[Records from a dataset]
[Start of Attachment]

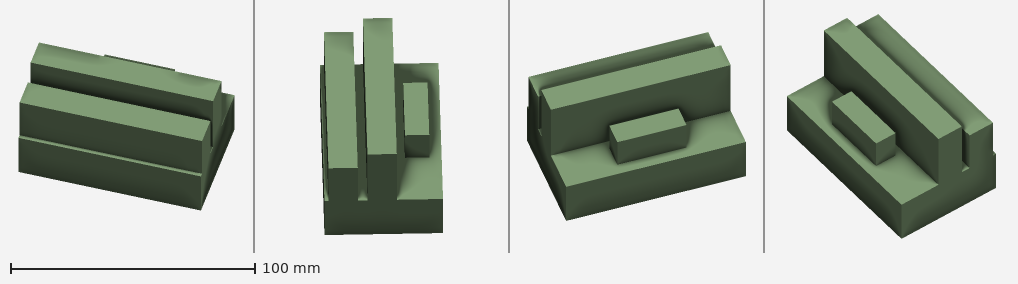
import cadquery as cq

length = 78.0
depth = 48.6
base_height = 20.0

rib_thickness = 12.0
total_height = 46.8
front_rib_height = 19.1
front_ledge = 1.6
rib_gap = 4.0

block_length = 30.0
block_depth = 10.0
block_height = 13.2
block_back_margin = 5.1

tall_rib_height = total_height - base_height
tall_rib_front = front_ledge + rib_thickness + rib_gap
block_front = depth - block_back_margin - block_depth


def centred_bar(bar_length, front, bar_depth, bottom, height):
    """Box centred along X, starting at the given front Y and bottom Z."""
    return (
        cq.Workplane("XY")
        .box(bar_length, bar_depth, height, centered=(True, False, False))
        .translate((0, front, bottom))
    )


base = centred_bar(length, 0, depth, 0, base_height)
front_rib = centred_bar(length, front_ledge, rib_thickness, base_height, front_rib_height)
tall_rib = centred_bar(length, tall_rib_front, rib_thickness, base_height, tall_rib_height)
block = centred_bar(block_length, block_front, block_depth, base_height, block_height)

result = base.union(front_rib).union(tall_rib).union(block)

[End of Attachment]

● The task:
The copy must include every record exactly and none of the pictures.

● Response area:
import cadquery as cq

length = 78.0
depth = 48.6
base_height = 20.0

rib_thickness = 12.0
total_height = 46.8
front_rib_height = 19.1
front_ledge = 1.6
rib_gap = 4.0

block_length = 30.0
block_depth = 10.0
block_height = 13.2
block_back_margin = 5.1

tall_rib_height = total_height - base_height
tall_rib_front = front_ledge + rib_thickness + rib_gap
block_front = depth - block_back_margin - block_depth


def centred_bar(bar_length, front, bar_depth, bottom, height):
    """Box centred along X, starting at the given front Y and bottom Z."""
    return (
        cq.Workplane("XY")
        .box(bar_length, bar_depth, height, centered=(True, False, False))
        .translate((0, front, bottom))
    )


base = centred_bar(length, 0, depth, 0, base_height)
front_rib = centred_bar(length, front_ledge, rib_thickness, base_height, front_rib_height)
tall_rib = centred_bar(length, tall_rib_front, rib_thickness, base_height, tall_rib_height)
block = centred_bar(block_length, block_front, block_depth, base_height, block_height)

result = base.union(front_rib).union(tall_rib).union(block)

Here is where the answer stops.